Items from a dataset
● ● ● ● ●
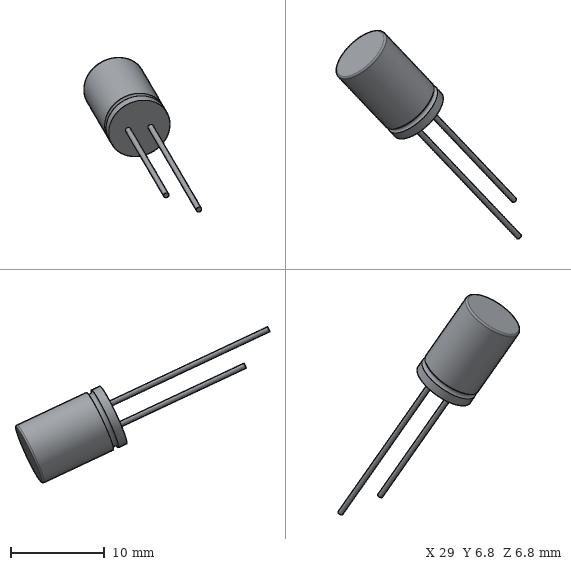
import cadquery as cq

CAN_DIAMETER = 6.8
CAN_LENGTH = 10.0
CLOSED_END_FILLET = 0.2

GROOVE_RADIUS = 0.3
GROOVE_FROM_LEAD_END = 1.3

LEAD_DIAMETER = 0.6
LEAD_PITCH = 2.5
LONG_LEAD_LENGTH = 19.0
SHORT_LEAD_LENGTH = 15.0


def make_can():
    """Solid can with a rounded closed end and a crimp groove, revolved about X."""
    radius = CAN_DIAMETER / 2
    groove_x = CAN_LENGTH - GROOVE_FROM_LEAD_END
    return (
        cq.Workplane("XY")
        .lineTo(0, radius - CLOSED_END_FILLET)
        .radiusArc((CLOSED_END_FILLET, radius), CLOSED_END_FILLET)
        .lineTo(groove_x - GROOVE_RADIUS, radius)
        .threePointArc((groove_x, radius - GROOVE_RADIUS), (groove_x + GROOVE_RADIUS, radius))
        .lineTo(CAN_LENGTH, radius)
        .lineTo(CAN_LENGTH, 0)
        .close()
        .revolve(360, (0, 0, 0), (1, 0, 0))
    )


def make_lead(y, length):
    """Straight round wire starting on the lead end of the can."""
    return (
        cq.Workplane("YZ", origin=(CAN_LENGTH, y, 0))
        .circle(LEAD_DIAMETER / 2)
        .extrude(length)
    )


can = make_can()

lead_layout = [
    (LEAD_PITCH / 2, LONG_LEAD_LENGTH),
    (-LEAD_PITCH / 2, SHORT_LEAD_LENGTH),
]
leads = [make_lead(y, length) for y, length in lead_layout]

result = cq.Compound.makeCompound([can.val(), *[lead.val() for lead in leads]])
● ● ● ● ●
Instructions for the task:
Give back the records above exactly, limited to the lines between the one holding "CAN_DIAMETER = 6.8" and the one holding "radius = CAN_DIAMETER / 2", inclusive.

Answer to this problem:
CAN_DIAMETER = 6.8
CAN_LENGTH = 10.0
CLOSED_END_FILLET = 0.2

GROOVE_RADIUS = 0.3
GROOVE_FROM_LEAD_END = 1.3

LEAD_DIAMETER = 0.6
LEAD_PITCH = 2.5
LONG_LEAD_LENGTH = 19.0
SHORT_LEAD_LENGTH = 15.0


def make_can():
    """Solid can with a rounded closed end and a crimp groove, revolved about X."""
    radius = CAN_DIAMETER / 2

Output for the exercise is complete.